The difference between the two is a single variable, so making it user controllable is possible.  I don't think anyone likes the other way though.


----------



## reveal (Sep 15, 2005)

Kylara said:
			
		

> Maybe you can set it up so that people can hide entire forum areas, and onl have those areas that they choose to be expanded, ie, I only read the General, Talking the Talk, Playing the Game, and the Books/TV/Sci Fi/Fantasy forum areas.  Allow people to hide those areas that they don't use.
> 
> Or set it up that the sub forums are hidden by default, but you can work them like you work windows explorer with little plus boxes that expand to show the sub forums when you click on the plus.




If you look on the right side of the screen, there are little boxes with minus signs on them. Clicking those will collapse the section you don't want to see. It doesn't hide them, but it's the next best thing.

I was actually going to suggest, if it's possible, allowing the individual the ability to order the forums from top to bottom. So the one's they visit more often are at the top and the one's they visit less frequently can be near the bottom.


----------



## Kylara (Sep 15, 2005)

reveal said:
			
		

> If you look on the right side of the screen, there are little boxes with minus signs on them. Clicking those will collapse the section you don't want to see. It doesn't hide them, but it's the next best thing.
> 
> I was actually going to suggest, if it's possible, allowing the individual the ability to order the forums from top to bottom. So the one's they visit more often are at the top and the one's they visit less frequently can be near the bottom.




Wow, thanks, never noticed that.

What would make it perfect though, is if you could simply specifiy that you wanted to only see X,Y, and Z sub forums, and have everything else hidden, (hidden in that only the major forum categories show up)


----------



## Knight Otu (Sep 15, 2005)

The ISRP Chit-Chat forum description mentions that "Subforums of this board allow for in character participation." Maybe the other ISRP forums could become actual subforums, if that is ok with the ISRP members? It would reduce the page size, at least.
I'm sure there're other possibilities as well, but the best I can come up with is having Rules, House Rules and Conversions as subforums of a "Crunch Talk" forum. Which doesn't sound very good to me.


----------



## reveal (Sep 15, 2005)

Kylara said:
			
		

> Wow, thanks, never noticed that.
> 
> What would make it perfect though, is if you could simply specifiy that you wanted to only see X,Y, and Z sub forums, and have everything else hidden, (hidden in that only the major forum categories show up)

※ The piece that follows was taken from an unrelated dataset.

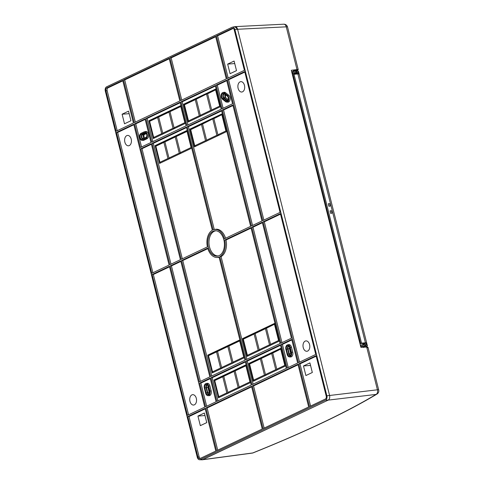 <?xml version="1.0" encoding="UTF-8"?>
<svg xmlns="http://www.w3.org/2000/svg" width="484" height="484" viewBox="0 0 484 484"><rect width="100%" height="100%" fill="white"/><g stroke="black" fill="none" stroke-linecap="round" stroke-linejoin="round"><path stroke-width="0.73" d="M309.578 344.584A5.209 3.388 84.7 0 1 306.935 351.269A5.209 3.388 84.7 0 1 304.539 350.186A5.209 3.388 84.7 0 1 303.087 344.511A5.209 3.388 84.7 0 1 305.979 340.899A5.209 3.388 84.7 0 1 309.578 344.584M189.97 401.363A5.209 3.388 -95.3 0 0 193.673 405.035A5.209 3.388 -95.3 0 0 196.516 399.542A5.209 3.388 -95.3 0 0 192.711 394.666A5.209 3.388 -95.3 0 0 189.97 401.363M239.423 90.944A5.209 3.388 -95.3 0 0 241.819 92.02A5.209 3.388 -95.3 0 0 244.462 85.335A5.209 3.388 -95.3 0 0 240.857 81.651A5.209 3.388 -95.3 0 0 237.965 85.269A5.209 3.388 -95.3 0 0 239.423 90.944M124.854 142.114A5.209 3.388 84.7 0 1 127.594 135.423A5.209 3.388 84.7 0 1 131.4 140.299A5.209 3.388 84.7 0 1 128.55 145.793A5.209 3.388 84.7 0 1 124.854 142.114M223.112 108.259L217.31 85.148L226.736 80.677M226.736 102.118L227.867 102.148A3.721 2.42 -95.3 0 0 230.106 99.365A3.721 2.42 -95.3 0 0 228.678 95.166L225.55 92.716A3.721 2.42 -95.3 0 0 224.062 92.311L222.955 92.541A3.588 2.335 -95.3 0 0 221.121 95.457A3.588 2.335 -95.3 0 0 222.519 99.244L225.647 101.7A3.588 2.335 -95.3 0 0 226.736 102.118A3.588 2.335 -95.3 0 0 228.896 99.438A3.588 2.335 -95.3 0 0 227.522 95.384L224.394 92.934A3.588 2.335 -95.3 0 0 222.955 92.541M145.182 119.385L135.756 123.862L134.522 123.88L140.457 147.493L150.99 142.496L145.055 118.876L134.522 123.88M141.564 146.967L135.756 123.862M142.036 140.36L143.167 140.384A3.721 2.42 -95.3 0 0 143.899 140.227L147.069 138.72A3.721 2.42 -95.3 0 0 148.509 134.383A3.721 2.42 -95.3 0 0 145.654 131.497L144.553 131.727A3.588 2.335 -95.3 0 0 144.196 131.848L141.019 133.354A3.588 2.335 -95.3 0 0 139.592 137.281A3.588 2.335 -95.3 0 0 142.036 140.36A3.588 2.335 -95.3 0 0 142.744 140.209L145.914 138.702A3.588 2.335 -95.3 0 0 147.299 134.51A3.588 2.335 -95.3 0 0 144.553 131.727M289.577 347.07A1.857 1.21 -95.3 0 0 289.486 348.698L288.041 348.843A1.924 1.252 84.7 0 1 289.069 346.369A1.924 1.252 84.7 0 1 289.178 346.369M288.041 348.843L289.287 353.816A1.924 1.252 -95.3 0 0 290.672 355.171A1.924 1.252 -95.3 0 0 290.775 355.153M290.261 355.807A2.601 1.694 84.7 0 1 288.875 354.016L287.623 349.043A2.601 1.694 84.7 0 1 288.549 345.824M287.581 344.844L288.688 344.614A3.721 2.42 84.7 0 1 291.477 347.216L292.723 352.183A3.721 2.42 84.7 0 1 290.618 356.968L289.493 356.944A3.588 2.335 84.7 0 1 287.151 354.403L285.899 349.43A3.588 2.335 84.7 0 1 287.581 344.844A3.588 2.335 84.7 0 1 290.273 347.355L291.519 352.328A3.588 2.335 84.7 0 1 289.493 356.944M288.228 367.501L282.426 344.396L291.852 339.919M291.041 354.391A1.857 1.21 84.7 0 1 290.733 353.671L289.486 348.698M210.304 378.633L200.878 383.104L199.638 383.122L205.573 406.741L216.106 401.738L210.171 378.125L199.638 383.122M206.68 406.215L200.878 383.104M207.938 395.658L209.07 395.682A3.721 2.42 -95.3 0 0 211.175 390.897L209.923 385.923A3.721 2.42 -95.3 0 0 207.14 383.322L206.033 383.558A3.588 2.335 -95.3 0 0 204.351 388.144L205.597 393.117A3.588 2.335 -95.3 0 0 207.938 395.658A3.588 2.335 -95.3 0 0 209.971 391.042L208.719 386.069A3.588 2.335 -95.3 0 0 206.033 383.558M150.022 120.661L149.629 121.333L157.645 117.527L159.085 116.36L150.022 120.661L148.878 120.746L153.349 138.551L185.469 123.305M148.878 120.746L180.992 105.5M180.296 102.717L147.082 118.483L152.89 141.594M252.551 225.447L223.554 110.007L232.979 105.536M183.708 104.211L215.961 88.899L220.432 106.704L188.179 122.016L183.708 104.211L185.36 103.885L184.458 104.798L188.506 120.915L189.432 121.423M215.41 86.049L182.196 101.815L187.998 124.926M145.515 132.707L142.381 134.189A2.601 1.694 -95.3 0 0 141.322 136.839A2.601 1.694 -95.3 0 0 142.859 139.235M146.489 137.081L143.47 138.515A1.924 1.252 84.7 0 1 143.222 138.587A1.924 1.252 84.7 0 1 141.794 137.045A1.924 1.252 84.7 0 1 142.544 134.836L145.72 133.336A1.924 1.252 -95.3 0 1 146.041 133.251A1.924 1.252 -95.3 0 1 146.144 133.251M261.977 220.976L232.852 105.022L222.319 110.025L251.444 225.974L261.977 220.976M145.847 118.501L151.782 142.121L186.098 125.828L180.169 102.209L145.847 118.501L147.082 118.483M180.962 101.834L215.283 85.541L221.212 109.16L186.891 125.453L180.962 101.834L182.196 101.815M216.076 85.166L226.609 80.169L232.538 103.782L222.005 108.785L216.076 85.166L217.31 85.148M244.341 357.694L212.222 372.94L207.751 355.135L239.87 339.883M211.762 375.977L182.764 260.537L207.854 248.631M216.699 257.458A14.042 9.136 -95.3 0 0 219.058 257.034L244.977 360.211L210.655 376.504L181.53 260.555L207.703 248.129A14.042 9.136 -95.3 0 0 216.699 257.458L217.83 257.482A14.169 9.22 -95.3 0 0 219.143 257.373M206.995 384.538A2.601 1.694 -95.3 0 0 206.075 387.757L207.321 392.724A2.601 1.694 -95.3 0 0 208.707 394.521M209.227 393.861A1.924 1.252 84.7 0 1 209.124 393.885A1.924 1.252 84.7 0 1 207.739 392.53L206.487 387.557A1.924 1.252 -95.3 0 1 207.521 385.082A1.924 1.252 -95.3 0 1 207.624 385.082M156.265 145.521L155.872 146.192L163.888 142.387L165.328 141.219L156.265 145.521L155.122 145.605L159.593 163.411L191.712 148.165M155.122 145.605L187.235 130.359M186.54 127.576L153.331 143.343L152.091 143.361L181.216 259.309L207.394 246.888A14.042 9.136 -95.3 0 1 212.331 230.251L186.413 127.068L152.091 143.361M182.323 258.783L153.331 143.343M181.53 260.555L182.764 260.537M210.97 377.75L216.899 401.363L251.22 385.07L245.285 361.457L210.97 377.75L212.204 377.732L218.006 400.837M245.412 361.965L212.204 377.732M248.824 363.454L253.301 381.265L285.554 365.952L281.077 348.147L248.824 363.454L250.482 363.127L249.575 364.047L253.628 380.164L264.415 375.039L260.368 358.922L249.575 364.047M246.078 361.082L252.013 384.695L286.328 368.403L280.399 344.789L246.078 361.082L247.312 361.064L280.526 345.298M247.312 361.064L253.12 384.169M223.917 93.521A2.601 1.694 -95.3 0 0 222.876 95.765A2.601 1.694 -95.3 0 0 223.904 98.276L227.026 100.726A2.601 1.694 -95.3 0 0 227.504 100.981M228.164 100L227.208 100.127A1.924 1.252 -95.3 0 0 227.922 100.351A1.924 1.252 -95.3 0 0 228.024 100.327M227.208 100.127L224.08 97.677A1.924 1.252 84.7 0 1 223.336 95.548A1.924 1.252 84.7 0 1 224.443 94.065A1.924 1.252 84.7 0 1 224.691 94.09M281.984 342.642L252.987 227.202L262.413 222.725M252.987 227.202L251.753 227.22L262.286 222.216L291.41 338.171L280.877 343.168L251.753 227.22M282.426 344.396L281.192 344.414L287.121 368.028L297.654 363.03L291.725 339.411L281.192 344.414M180.865 261.439L171.439 265.916L200.436 381.356M246.876 359.309L221.085 256.635L219.851 256.659L245.769 359.836L280.085 343.543L250.96 227.595L224.788 240.022L226.022 240.003L251.087 228.103M170.205 265.934L180.738 260.93L209.862 376.879L199.329 381.882L170.205 265.934L171.439 265.916M181.754 100.067L171.161 57.886L169.926 57.905L215.574 36.233L226.294 78.922L180.647 100.593L169.926 57.905M215.701 36.742L171.161 57.886M221.654 110.909L188.439 126.675L187.205 126.693L213.123 229.876A14.042 9.136 -95.3 0 1 214.116 229.573L215.223 229.343A14.169 9.22 -95.3 0 1 225.568 238.255M214.279 229.537L188.439 126.675M189.952 129.071L222.204 113.758L226.675 131.563L194.423 146.876L189.952 129.071L191.61 128.744L190.702 129.658L194.749 145.775L195.675 146.283M187.205 126.693L221.527 110.4L250.651 226.355L224.473 238.775A14.042 9.136 -95.3 0 0 214.116 229.573M135.32 122.107L124.721 79.933L123.487 79.951L134.207 122.633L179.854 100.968L169.134 58.28L123.487 79.951M169.261 58.788L124.721 79.933M263.877 220.075L228.636 79.769L244.831 72.08M117.219 130.704L107.158 90.653A2.232 1.452 -95.3 0 1 107.98 87.876L122.821 80.834M105.954 90.798A2.359 1.537 -95.3 0 1 106.825 87.858L122.694 80.326L133.415 123.015L116.112 131.231L105.954 90.798L107.158 90.653M130.94 120.74L128.532 111.151L122.101 114.206L124.509 123.795L130.94 120.74M280.073 212.385L244.704 71.572L227.401 79.787L262.77 220.601L280.073 212.385M228.194 78.021L217.6 35.84L216.366 35.858L227.087 78.547L244.396 70.331L234.238 29.899A2.359 1.537 84.7 0 0 232.695 28.223A2.359 1.537 84.7 0 0 232.235 28.326L216.366 35.858M250.585 382.554L218.466 397.8L213.995 379.988L246.114 364.742M204.357 413.015L206.765 422.605L200.334 425.654L197.926 416.071L204.357 413.015M205.222 408.865L189.02 416.561L187.786 416.573L197.938 457.005L199.142 456.866L189.02 416.561M200.322 458.402A2.232 1.452 84.7 0 1 199.142 456.866M187.786 416.573L205.089 408.357L215.816 451.046L199.946 458.578A2.359 1.537 84.7 0 1 199.71 458.657A2.359 1.537 84.7 0 1 197.938 457.005M151.425 144.244L142 148.721L140.765 148.739L151.298 143.736L180.423 259.69L169.89 264.688L140.765 148.739M170.997 264.161L142 148.721M205.881 407.982L216.608 450.671L262.255 428.999L251.529 386.317L205.881 407.982L207.122 407.964L217.715 450.144M251.656 386.825L207.122 407.964M221.085 256.635A14.169 9.22 -95.3 0 0 226.022 240.003M242.581 338.6L247.052 356.406L279.31 341.093L274.833 323.288L242.581 338.6L244.238 338.268L243.331 339.187L247.378 355.304L258.172 350.18L254.118 334.063L243.331 339.187M303.486 365.958L305.894 375.548L312.325 372.492L309.917 362.903L303.486 365.958L310.553 365.42M298.761 363.895L309.482 406.578L325.351 399.046A2.359 1.537 -95.3 0 0 326.222 396.112L316.07 355.679L298.761 363.895L299.995 363.877L316.197 356.188M299.995 363.877L310.589 406.058M169.539 266.817L153.337 274.507L152.103 274.525L187.471 415.332L204.78 407.117L169.412 266.309L152.103 274.525M188.578 414.806L153.337 274.507M263.078 221.841L298.453 362.649L315.756 354.433L280.387 213.626L263.078 221.841L264.318 221.823L299.56 362.123M298.096 364.779L253.555 385.923L264.155 428.098M233.27 28.405L217.6 35.84M230.069 73.683L227.661 64.094L234.099 61.044L236.507 70.628L230.069 73.683M252.321 385.942L297.969 364.271L308.689 406.959L263.048 428.624L252.321 385.942L253.555 385.923M264.318 221.823L280.514 214.134M219.851 256.659A14.042 9.136 -95.3 0 0 224.788 240.022M152.902 272.752L117.66 132.453L116.42 132.471L151.788 273.279L169.097 265.063L133.729 124.255L116.42 132.471M213.117 372.517L212.549 371.839L220.565 368.034L216.517 351.916L208.501 355.722L208.9 355.044L207.751 355.135M212.549 371.839L208.501 355.722M222.18 368.215L221.612 367.537L231.89 362.655L227.843 346.538L217.564 351.42L217.957 350.743L239.973 340.294M221.612 367.537L217.564 351.42M233.506 362.837L232.937 362.159L243.724 357.041L239.677 340.924L240.04 340.561M232.937 362.159L228.89 346.042L239.677 340.924M133.856 124.763L117.66 132.453M219.361 397.376L218.792 396.699L226.808 392.893L222.761 376.776L214.745 380.581L215.144 379.904L213.995 379.988M218.792 396.699L214.745 380.581M228.424 393.075L227.855 392.397L238.134 387.515L234.087 371.397L223.808 376.28L224.201 375.602L246.217 365.154M227.855 392.397L223.808 376.28M239.749 387.696L239.181 387.019L249.968 381.9L245.92 365.783L246.283 365.42M239.181 387.019L235.133 370.901L245.92 365.783M204.986 415.532L197.926 416.071M200.201 459.594L325.605 400.062L328.206 400.111L202.802 459.643A3.721 2.42 84.7 0 1 202.07 459.8L199.529 459.739A3.424 2.232 -95.3 0 0 200.201 459.594L202.802 459.643L252.721 452.957A3.721 2.166 68.1 0 0 253.144 452.867L253.144 452.867C305.216 431.934 346.508 412.332 377.006 394.055L377.006 394.055A3.721 3.721 0 0 0 378.694 389.965A3.721 0.653 -14.1 0 0 377.423 389.789L329.58 395.482L237.596 29.27L234.782 26.674M232.32 27.195L234.807 26.668A3.721 2.42 84.7 0 1 237.596 29.27L234.885 29.591A3.424 2.232 -95.3 0 0 232.32 27.195A3.424 2.232 -95.3 0 0 231.981 27.31L106.571 86.842A3.424 2.232 84.7 0 0 105.306 91.101L197.291 457.313A3.424 2.232 -95.3 0 0 199.529 459.739M252.249 453.103A3.721 2.366 82.4 0 0 252.721 452.957C304.666 432.067 345.776 412.556 376.05 394.412L328.212 400.111A3.721 2.42 -95.3 0 0 329.58 395.482C329.979 397.697 329.519 399.233 328.212 400.111L202.318 459.788L252.249 453.103A3.721 3.721 0 0 0 253.144 452.867M209.493 393.105A1.857 1.21 -95.3 0 1 209.185 392.379L207.932 387.406A1.857 1.21 84.7 0 1 208.023 385.784M234.885 29.591L326.875 395.803A3.424 2.232 84.7 0 1 325.605 400.062M223.85 239.768A12.741 8.288 -95.3 0 0 215.537 230.747A12.741 8.288 -95.3 0 0 207.836 244.214A12.741 8.288 -95.3 0 0 217.879 256.048A12.741 8.288 -95.3 0 0 223.85 239.768M250.488 382.172L249.968 381.9M215.144 379.904L224.201 375.602L222.761 376.776M235.133 370.901L235.526 370.224L234.087 371.397M238.134 387.515L239.435 387.841M226.808 392.893L228.109 393.22M244.245 357.313L243.724 357.041M208.9 355.044L217.957 350.743L216.517 351.916M228.89 346.042L229.283 345.364L227.843 346.538M231.89 362.655L233.191 362.982M220.565 368.034L221.866 368.36M163.888 142.387L167.936 158.504L159.92 162.309L160.488 162.987M155.872 146.192L159.92 162.309M175.214 137.014L176.654 135.841L165.328 141.219L164.935 141.891L175.214 137.014L179.262 153.132L168.983 158.008L169.545 158.685M164.935 141.891L168.983 158.008M187.338 130.765L176.654 135.841L176.261 136.518L187.048 131.394L191.095 147.511L191.616 147.783M176.261 136.518L180.308 152.629L191.095 147.511M157.645 117.527L161.692 133.644L153.676 137.45L154.245 138.128M149.629 121.333L153.676 137.45M168.97 112.155L170.41 110.981L159.085 116.36L158.691 117.031L168.97 112.155L173.018 128.272L162.739 133.148L163.302 133.826M158.691 117.031L162.739 133.148M181.095 105.911L170.41 110.981L170.017 111.659L180.804 106.534L184.852 122.652L185.372 122.924M170.017 111.659L174.065 127.77L184.852 122.652M129.167 113.673L122.101 114.206M143.917 134.8A8.337 5.427 -95.3 0 0 144.347 138.097M146.386 133.62L143.966 134.77A1.857 1.21 -95.3 0 0 143.197 136.44A1.857 1.21 -95.3 0 0 144.026 138.249M181.161 106.177L180.804 106.534M174.319 128.599L173.018 128.272M174.065 127.77L174.633 128.448M162.993 133.977L161.692 133.644M187.411 131.037L187.048 131.394M180.562 153.458L179.262 153.132M180.308 152.629L180.877 153.307M169.237 158.837L167.936 158.504M279.201 340.663L278.554 340.506L270.544 344.312L266.496 328.194L275.009 323.977M278.554 340.506L274.507 324.389M270.798 345.134L269.497 344.808L259.212 349.684L255.165 333.567L265.45 328.69L266.89 327.517L244.238 338.268M269.497 344.808L265.45 328.69M285.445 365.523L284.804 365.366L276.787 369.165L272.74 353.054L281.252 348.837M284.804 365.366L280.75 349.248M277.042 369.994L275.741 369.667L265.462 374.543L261.408 358.426L271.693 353.55L273.133 352.376L250.482 363.127M275.741 369.667L271.693 353.55M254.548 380.672L253.628 380.164M281.18 348.553L273.133 352.376L272.74 353.054M265.462 374.543L266.025 375.221M260.368 358.922L261.808 357.755L261.408 358.426M265.716 375.372L264.415 375.039M276.787 369.165L277.35 369.843M248.304 355.813L247.378 355.304M274.936 323.693L266.89 327.517L266.496 328.194M259.212 349.684L259.781 350.362M254.118 334.063L255.564 332.895L255.165 333.567M259.472 350.513L258.172 350.18M270.544 344.312L271.107 344.983M222.38 114.454L213.861 118.665L217.915 134.782L225.925 130.976L226.572 131.14M221.878 114.859L225.925 130.976M222.307 114.17L202.536 124.043L206.583 140.16L216.868 135.278L218.169 135.605M212.815 119.161L216.868 135.278M213.861 118.665L214.261 117.987L202.935 123.366L201.489 124.539L205.537 140.656L194.749 145.775M201.489 124.539L190.702 129.658M216.136 89.594L207.618 93.805L211.665 109.922L219.682 106.117L220.329 106.28M215.634 90L219.682 106.117M216.064 89.31L196.292 99.184L200.34 115.301L210.619 110.419L211.925 110.745M206.571 94.301L210.619 110.419M207.618 93.805L208.017 93.128L196.692 98.506L195.246 99.68L199.293 115.797L188.506 120.915M195.246 99.68L184.458 104.798M234.728 63.561L227.661 64.094M225.55 97.526A8.337 5.427 84.7 0 1 225.538 94.761M225.133 94.434A1.857 1.21 -95.3 0 0 225.502 97.49L228.267 99.662M196.292 99.184L196.692 98.506L185.36 103.885M200.908 115.978L200.34 115.301M199.293 115.797L200.594 116.124M212.234 110.6L211.665 109.922M202.536 124.043L202.935 123.366L191.61 128.744M207.152 140.832L206.583 140.16M205.537 140.656L206.837 140.983M218.478 135.459L217.915 134.782M216.106 230.789A12.608 8.204 -95.3 0 0 209.046 244.105A12.608 8.204 -95.3 0 0 218.429 255.897M228.636 79.769L227.401 79.787M223.554 110.007L222.319 110.025M204.871 387.896L206.117 392.869A2.735 1.779 -95.3 0 0 208.168 394.781A2.735 1.779 -95.3 0 0 209.451 391.284L208.199 386.317A2.735 1.779 -95.3 0 0 206.414 384.381A2.735 1.779 -95.3 0 0 204.871 387.896L206.075 387.757M290.999 352.576A2.735 1.779 84.7 0 1 289.716 356.067A2.735 1.779 84.7 0 1 287.671 354.155L286.419 349.182A2.735 1.779 84.7 0 1 287.968 345.667A2.735 1.779 84.7 0 1 289.753 347.603L290.999 352.576M142.538 139.392L145.708 137.886A2.735 1.779 -95.3 0 0 146.803 134.897A2.735 1.779 -95.3 0 0 144.934 132.549A2.735 1.779 -95.3 0 0 144.401 132.664L141.225 134.171A2.735 1.779 -95.3 0 0 140.172 137.359A2.735 1.779 -95.3 0 0 142.266 139.483A2.735 1.779 -95.3 0 0 142.538 139.392M222.743 98.494L225.871 100.944A2.735 1.779 -95.3 0 0 226.966 101.241A2.735 1.779 -95.3 0 0 228.363 99.026A2.735 1.779 -95.3 0 0 227.298 96.135L224.171 93.684A2.735 1.779 -95.3 0 0 223.336 93.364A2.735 1.779 -95.3 0 0 221.696 95.408A2.735 1.779 -95.3 0 0 222.743 98.494L223.904 98.276M326.875 395.803L329.58 395.482L237.596 29.27L286.256 26.832A3.721 0.653 -14.1 0 1 287.526 27.007A3.721 3.721 0 0 0 283.733 24.2L283.733 24.2A3.721 2.474 87.1 0 1 286.256 26.832L296.988 69.551L291.308 70.295L360.882 347.294L366.697 347.07L377.423 389.789A3.721 2.511 -96.8 0 1 376.05 394.412A3.721 3.2 59 0 0 377.006 394.055M325.92 208.102L326.476 208.066M297.14 70.791A2.232 0.393 165.9 0 0 297.581 70.422A2.232 0.393 165.9 0 0 294.599 70.785M296.42 72.739L297.358 72.751L296.855 70.603L295.234 70.743M296.861 70.622L298.235 69.635L287.526 27.007M297.848 70.029C298.543 69.569 298.259 69.412 296.988 69.551M297.581 70.422L297.424 69.75L293.582 70.585L293.165 71.196M367.072 347.064L366.975 346.713A2.232 0.393 165.9 0 0 363.684 347.185M367.616 347.79C368.306 347.294 367.997 347.052 366.697 347.07M326.331 209.741L326.978 209.669M327.16 210.77L326.652 211.012M328.418 218.054A476.425 83.829 165.9 0 0 328.914 217.758M329.314 221.605A476.425 83.829 165.9 0 0 329.804 221.309M330.203 225.157A476.425 83.829 165.9 0 0 330.699 224.86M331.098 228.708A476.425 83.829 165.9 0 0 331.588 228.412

I thought about that, but, personally, I like seeing the other forums, even if I hardly ever visit them. Every now and then I'll see a topic heading that catches my eye and I visit.


----------



## William Ronald (Sep 15, 2005)

Spoony Bard said:
			
		

> The difference between the two is a single variable, so making it user controllable is possible.  I don't think anyone likes the other way though.




On my browser, it looks like the boards went back to the old style -- which is a bit easier for me to follow.

I did not like the horizontal arrangement of the subforums.

However, I do appreciate the hard work.


----------



## Kylara (Sep 15, 2005)

reveal said:
			
		

> I thought about that, but, personally, I like seeing the other forums, even if I hardly ever visit them. Every now and then I'll see a topic heading that catches my eye and I visit.




My reason fo suggesting it is that, I have 4 categories open, that is something like 25 subforums viewable, but I only ever enter 6 subforums, of which, 3 are all alone in categores that have 5 sub-forums that I don't read.  I was making the suggestion since Spoony wants to reduce scroll time
.


----------



## RangerWickett (Sep 15, 2005)

Perhaps a listing of the main areas -- RPG Forums, Gaming Action, ISRP, Non-RPG, Hosted Sites, and Meta -- going down vertically, each with the subforums listed in paragraph format. Then two highly obvious buttons that say "Expand" and "Expand All." So when you first load the page, you see 



> *MAIN AREA 1. *
> Description.
> Linked list of subforum names, like general, rules, house rules, etc.
> 
> ...




But if you click expand for area 1, you'd get:



> *MAIN AREA 1. *
> Description.
> General
> D&D Rules
> ...




and if you clicked expand all, . . . well, I'd have to type a lot of forum names that I don't feel like doing.


----------



## Cutter XXIII (Sep 16, 2005)

Ooh...I like the current iteration, Spoony.


----------



## Truth Seeker (Sep 16, 2005)

*i HAVE a DREAM!!!*

Man, I must apologize to Michael...for going all dog tear on him, when I saw the changes. Like ya know, one moment, I was going through the menu selection, going back and forth forums, and all the sudden....WHAMMO!!! Twilight zone, at first, I though, someone hacked my system, then I checked.

NaAAAAA!!!

Then I chedked around EnWorld.

Naaaaaa!

Then my fingers and peeps, direct me here.

BINGO!

Then I went all Dr jeckle and Hyde on him.

Not nice from me  .

So...me sorry, me almost forgot the great dreams that Michael has for this site, me listened with GREAT passion to Spoony, Fix things on occasion...Michael. Me did. So...from me, purely me...live the Dream Man...Live the DREAM!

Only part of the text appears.